Stored dataset items:
========

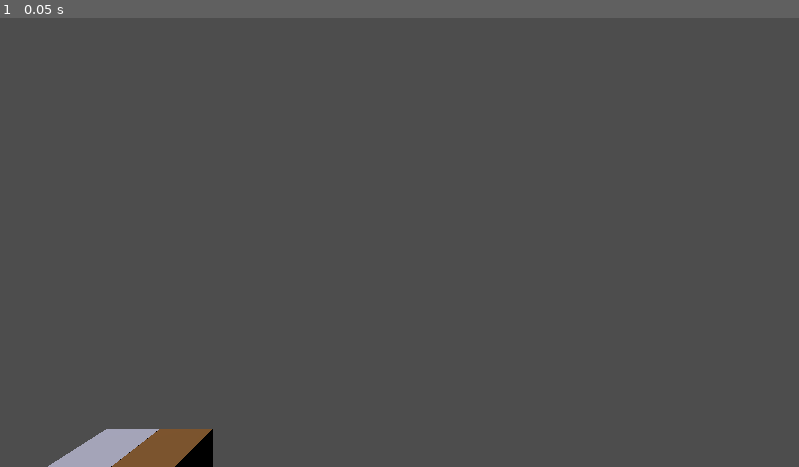
Above: before the commit, frame 1.
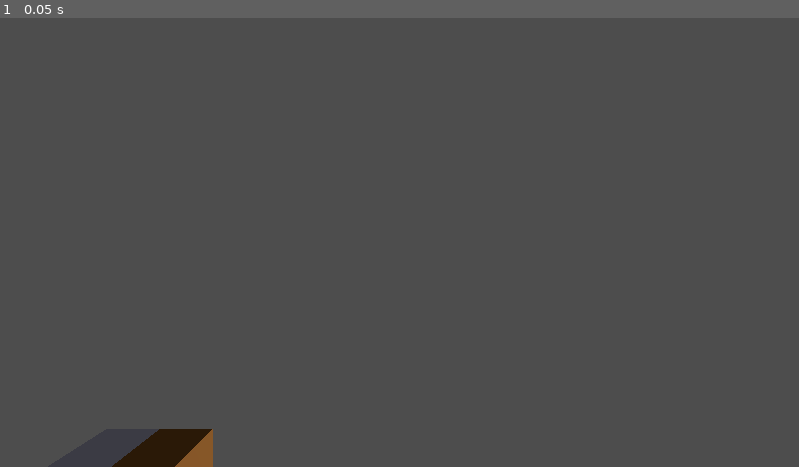
Above: after the commit, the same moment.

Repository: Lost-Rabbit-Digital/The_Voxel_Project
Game: Godot game, scene res://scenes/game.tscn
Two runs of this game, one before a commit and one after it. Both use one fixed random seed, a clock stepped at 60 frames per second and the inputs below.
Inputs:
- Up to frame 1 (0.05 s): no input

The runs differ from the first frame. In frame 1, 1.4% of the frame differs, in the area x 6-27%, y 91-100%.

Commit message:
Switched for Forward renderer, added WorldEnvironment

Diff:
--- a/snc_project/project.godot
+++ b/snc_project/project.godot
@@ -17,5 +17,5 @@
 
 [rendering]
 
-renderer/rendering_method="gl_compatibility"
-renderer/rendering_method.mobile="gl_compatibility"
+renderer/rendering_method.mobile="forward_plus"
+renderer/rendering_method.web="forward_plus"
--- a/snc_project/scenes/game.tscn
+++ b/snc_project/scenes/game.tscn
@@ -1,7 +1,13 @@
-[gd_scene load_steps=3 format=3 uid="uid://yrxglwcwsqfy"]
+[gd_scene load_steps=6 format=3 uid="uid://yrxglwcwsqfy"]
 
 [ext_resource type="Script" uid="uid://bwnqknka1yyjj" path="res://scripts/voxels/voxel_manager.gd" id="1_uwrxv"]
 [ext_resource type="Script" uid="uid://gyeamovgi5ef" path="res://scripts/interaction/editor_style_camera.gd" id="2_yqjtg"]
+[ext_resource type="Script" uid="uid://bxwarlct4yu0s" path="res://scripts/environment/daylight_cycle.gd" id="3_lnu2h"]
+
+[sub_resource type="Environment" id="Environment_lnu2h"]
+volumetric_fog_enabled = true
+
+[sub_resource type="Compositor" id="Compositor_lbhrr"]
 
 [node name="Node3D" type="Node3D"]
 
@@ -15,3 +21,8 @@
 [node name="DirectionalLight3D" type="DirectionalLight3D" parent="."]
 transform = Transform3D(0.663522, 0.439724, -0.605295, 0, 0.809048, 0.587743, 0.748157, -0.38998, 0.536821, 0, 0, 0)
 shadow_enabled = true
+script = ExtResource("3_lnu2h")
+
+[node name="WorldEnvironment" type="WorldEnvironment" parent="."]
+environment = SubResource("Environment_lnu2h")
+compositor = SubResource("Compositor_lbhrr")
--- /dev/null
+++ b/snc_project/scripts/environment/daylight_cycle.gd
@@ -0,0 +1,108 @@
+# daylight_cycle.gd
+# Attach this script to your DirectionalLight3D node to create a realistic day/night cycle
+
+extends DirectionalLight3D
+
+# Cycle settings
+@export_group("Time Settings")
+@export var day_duration: float = 720.0  # Duration of a full day in seconds (12 minutes default)
+@export var starting_hour: float = 8.0   # Starting time in 24-hour format (8 AM default)
+
+@export_group("Sun Movement")
+@export var max_sun_height: float = 75.0 # Maximum height of sun in degrees
+@export var min_sun_height: float = -15.0 # Minimum height of sun in degrees (slightly below horizon)
+
+@export_group("Light Settings")
+@export var max_light_energy: float = 1.5  # Maximum light intensity at noon
+@export var min_light_energy: float = 0.0  # Minimum light intensity at night
+@export var dawn_light_energy: float = 0.3 # Light intensity during dawn/dusk
+
+# Color settings for different times of day
+var sun_colors: Dictionary = {
+	"dawn": Color(0.855, 0.686, 0.549),  # Warm orange sunrise
+	"day": Color(1.0, 0.985, 0.937),     # Bright daylight
+	"dusk": Color(0.855, 0.686, 0.549),  # Warm orange sunset
+	"night": Color(0.188, 0.203, 0.309)  # Dark blue night
+}
+
+# Internal variables
+var _current_time: float
+var _environment: Environment
+
+func _ready() -> void:
+	# Convert starting hour to normalized time (0-1)
+	_current_time = starting_hour / 24.0
+
+	# Get the environment resource (you'll need to set this up)
+	_environment = get_world_3d().environment
+	if not _environment:
+		push_warning("DaylightCycle: No Environment resource found. Create a WorldEnvironment node!")
+
+	# Initialize sun position
+	_update_sun_position(_current_time)
+	_update_lighting(_current_time)
+
+func _process(delta: float) -> void:
+	# Update time (complete day cycle in day_duration seconds)
+	_current_time += delta / day_duration
+	_current_time = fmod(_current_time, 1.0)  # Keep between 0 and 1
+
+	# Update sun position and lighting
+	_update_sun_position(_current_time)
+	_update_lighting(_current_time)
+
+func _update_sun_position(time: float) -> void:
+	# Calculate sun angle based on time
+	var sun_angle = (time * 360.0) - 90.0  # -90 to start at sunrise
+
+	# Calculate height of sun using sine wave
+	var height = lerp(min_sun_height, max_sun_height, (sin(deg_to_rad(sun_angle)) + 1.0) / 2.0)
+
+	# Update light rotation
+	rotation_degrees = Vector3(height, sun_angle, 0.0)
+
+func _update_lighting(time: float) -> void:
+	# Convert time to 24-hour format
+	var hour = time * 24.0
+
+	# Determine light intensity and color based on time
+	var light_energy: float
+	var light_color: Color
+
+	if hour < 6.0:  # Night to dawn
+		light_energy = lerp(min_light_energy, dawn_light_energy, smoothstep(4.0, 6.0, hour))
+		light_color = sun_colors.night.lerp(sun_colors.dawn, smoothstep(4.0, 6.0, hour))
+	elif hour < 8.0:  # Dawn to day
+		light_energy = lerp(dawn_light_energy, max_light_energy, smoothstep(6.0, 8.0, hour))
+		light_color = sun_colors.dawn.lerp(sun_colors.day, smoothstep(6.0, 8.0, hour))
+	elif hour < 16.0:  # Day
+		light_energy = max_light_energy
+		light_color = sun_colors.day
+	elif hour < 18.0:  # Day to dusk
+		light_energy = lerp(max_light_energy, dawn_light_energy, smoothstep(16.0, 18.0, hour))
+		light_color = sun_colors.day.lerp(sun_colors.dusk, smoothstep(16.0, 18.0, hour))
+	elif hour < 20.0:  # Dusk to night
+		light_energy = lerp(dawn_light_energy, min_light_energy, smoothstep(18.0, 20.0, hour))
+		light_color = sun_colors.dusk.lerp(sun_colors.night, smoothstep(18.0, 20.0, hour))
+	else:  # Night
+		light_energy = min_light_energy
+		light_color = sun_colors.night
+
+	# Update light properties
+	light_energy = light_energy
+	light_color = light_color
+
+	# Update environment if available
+	if _environment:
+		_environment.ambient_light_color = light_color
+		_environment.ambient_light_energy = light_energy * 0.2
+
+# Get current hour in 24-hour format
+func get_current_hour() -> float:
+	return _current_time * 24.0
+
+# Get current time as string (e.g., "14:30")
+func get_time_string() -> String:
+	var hour = int(get_current_hour())
+	var minute = int((get_current_hour() - hour) * 60)
+	return "%02d:%02d" % [hour, minute]
Not shown, added: snc_project/scripts/environment/daylight_cycle.gd.uid

========

INSTRUCTIONS TO FOLLOW: Set down every line of the entries above again, exactly as written, but not the pictures.

TASK OUTPUT:
Above: before the commit, frame 1.
Above: after the commit, the same moment.

Repository: Lost-Rabbit-Digital/The_Voxel_Project
Game: Godot game, scene res://scenes/game.tscn
Two runs of this game, one before a commit and one after it. Both use one fixed random seed, a clock stepped at 60 frames per second and the inputs below.
Inputs:
- Up to frame 1 (0.05 s): no input

The runs differ from the first frame. In frame 1, 1.4% of the frame differs, in the area x 6-27%, y 91-100%.

Commit message:
Switched for Forward renderer, added WorldEnvironment

Diff:
--- a/snc_project/project.godot
+++ b/snc_project/project.godot
@@ -17,5 +17,5 @@
 
 [rendering]
 
-renderer/rendering_method="gl_compatibility"
-renderer/rendering_method.mobile="gl_compatibility"
+renderer/rendering_method.mobile="forward_plus"
+renderer/rendering_method.web="forward_plus"
--- a/snc_project/scenes/game.tscn
+++ b/snc_project/scenes/game.tscn
@@ -1,7 +1,13 @@
-[gd_scene load_steps=3 format=3 uid="uid://yrxglwcwsqfy"]
+[gd_scene load_steps=6 format=3 uid="uid://yrxglwcwsqfy"]
 
 [ext_resource type="Script" uid="uid://bwnqknka1yyjj" path="res://scripts/voxels/voxel_manager.gd" id="1_uwrxv"]
 [ext_resource type="Script" uid="uid://gyeamovgi5ef" path="res://scripts/interaction/editor_style_camera.gd" id="2_yqjtg"]
+[ext_resource type="Script" uid="uid://bxwarlct4yu0s" path="res://scripts/environment/daylight_cycle.gd" id="3_lnu2h"]
+
+[sub_resource type="Environment" id="Environment_lnu2h"]
+volumetric_fog_enabled = true
+
+[sub_resource type="Compositor" id="Compositor_lbhrr"]
 
 [node name="Node3D" type="Node3D"]
 
@@ -15,3 +21,8 @@
 [node name="DirectionalLight3D" type="DirectionalLight3D" parent="."]
 transform = Transform3D(0.663522, 0.439724, -0.605295, 0, 0.809048, 0.587743, 0.748157, -0.38998, 0.536821, 0, 0, 0)
 shadow_enabled = true
+script = ExtResource("3_lnu2h")
+
+[node name="WorldEnvironment" type="WorldEnvironment" parent="."]
+environment = SubResource("Environment_lnu2h")
+compositor = SubResource("Compositor_lbhrr")
--- /dev/null
+++ b/snc_project/scripts/environment/daylight_cycle.gd
@@ -0,0 +1,108 @@
+# daylight_cycle.gd
+# Attach this script to your DirectionalLight3D node to create a realistic day/night cycle
+
+extends DirectionalLight3D
+
+# Cycle settings
+@export_group("Time Settings")
+@export var day_duration: float = 720.0  # Duration of a full day in seconds (12 minutes default)
+@export var starting_hour: float = 8.0   # Starting time in 24-hour format (8 AM default)
+
+@export_group("Sun Movement")
+@export var max_sun_height: float = 75.0 # Maximum height of sun in degrees
+@export var min_sun_height: float = -15.0 # Minimum height of sun in degrees (slightly below horizon)
+
+@export_group("Light Settings")
+@export var max_light_energy: float = 1.5  # Maximum light intensity at noon
+@export var min_light_energy: float = 0.0  # Minimum light intensity at night
+@export var dawn_light_energy: float = 0.3 # Light intensity during dawn/dusk
+
+# Color settings for different times of day
+var sun_colors: Dictionary = {
+	"dawn": Color(0.855, 0.686, 0.549),  # Warm orange sunrise
+	"day": Color(1.0, 0.985, 0.937),     # Bright daylight
+	"dusk": Color(0.855, 0.686, 0.549),  # Warm orange sunset
+	"night": Color(0.188, 0.203, 0.309)  # Dark blue night
+}
+
+# Internal variables
+var _current_time: float
+var _environment: Environment
+
+func _ready() -> void:
+	# Convert starting hour to normalized time (0-1)
+	_current_time = starting_hour / 24.0
+
+	# Get the environment resource (you'll need to set this up)
+	_environment = get_world_3d().environment
+	if not _environment:
+		push_warning("DaylightCycle: No Environment resource found. Create a WorldEnvironment node!")
+
+	# Initialize sun position
+	_update_sun_position(_current_time)
+	_update_lighting(_current_time)
+
+func _process(delta: float) -> void:
+	# Update time (complete day cycle in day_duration seconds)
+	_current_time += delta / day_duration
+	_current_time = fmod(_current_time, 1.0)  # Keep between 0 and 1
+
+	# Update sun position and lighting
+	_update_sun_position(_current_time)
+	_update_lighting(_current_time)
+
+func _update_sun_position(time: float) -> void:
+	# Calculate sun angle based on time
+	var sun_angle = (time * 360.0) - 90.0  # -90 to start at sunrise
+
+	# Calculate height of sun using sine wave
+	var height = lerp(min_sun_height, max_sun_height, (sin(deg_to_rad(sun_angle)) + 1.0) / 2.0)
+
+	# Update light rotation
+	rotation_degrees = Vector3(height, sun_angle, 0.0)
+
+func _update_lighting(time: float) -> void:
+	# Convert time to 24-hour format
+	var hour = time * 24.0
+
+	# Determine light intensity and color based on time
+	var light_energy: float
+	var light_color: Color
+
+	if hour < 6.0:  # Night to dawn
+		light_energy = lerp(min_light_energy, dawn_light_energy, smoothstep(4.0, 6.0, hour))
+		light_color = sun_colors.night.lerp(sun_colors.dawn, smoothstep(4.0, 6.0, hour))
+	elif hour < 8.0:  # Dawn to day
+		light_energy = lerp(dawn_light_energy, max_light_energy, smoothstep(6.0, 8.0, hour))
+		light_color = sun_colors.dawn.lerp(sun_colors.day, smoothstep(6.0, 8.0, hour))
+	elif hour < 16.0:  # Day
+		light_energy = max_light_energy
+		light_color = sun_colors.day
+	elif hour < 18.0:  # Day to dusk
+		light_energy = lerp(max_light_energy, dawn_light_energy, smoothstep(16.0, 18.0, hour))
+		light_color = sun_colors.day.lerp(sun_colors.dusk, smoothstep(16.0, 18.0, hour))
+	elif hour < 20.0:  # Dusk to night
+		light_energy = lerp(dawn_light_energy, min_light_energy, smoothstep(18.0, 20.0, hour))
+		light_color = sun_colors.dusk.lerp(sun_colors.night, smoothstep(18.0, 20.0, hour))
+	else:  # Night
+		light_energy = min_light_energy
+		light_color = sun_colors.night
+
+	# Update light properties
+	light_energy = light_energy
+	light_color = light_color
+
+	# Update environment if available
+	if _environment:
+		_environment.ambient_light_color = light_color
+		_environment.ambient_light_energy = light_energy * 0.2
+
+# Get current hour in 24-hour format
+func get_current_hour() -> float:
+	return _current_time * 24.0
+
+# Get current time as string (e.g., "14:30")
+func get_time_string() -> String:
+	var hour = int(get_current_hour())
+	var minute = int((get_current_hour() - hour) * 60)
+	return "%02d:%02d" % [hour, minute]
Not shown, added: snc_project/scripts/environment/daylight_cycle.gd.uid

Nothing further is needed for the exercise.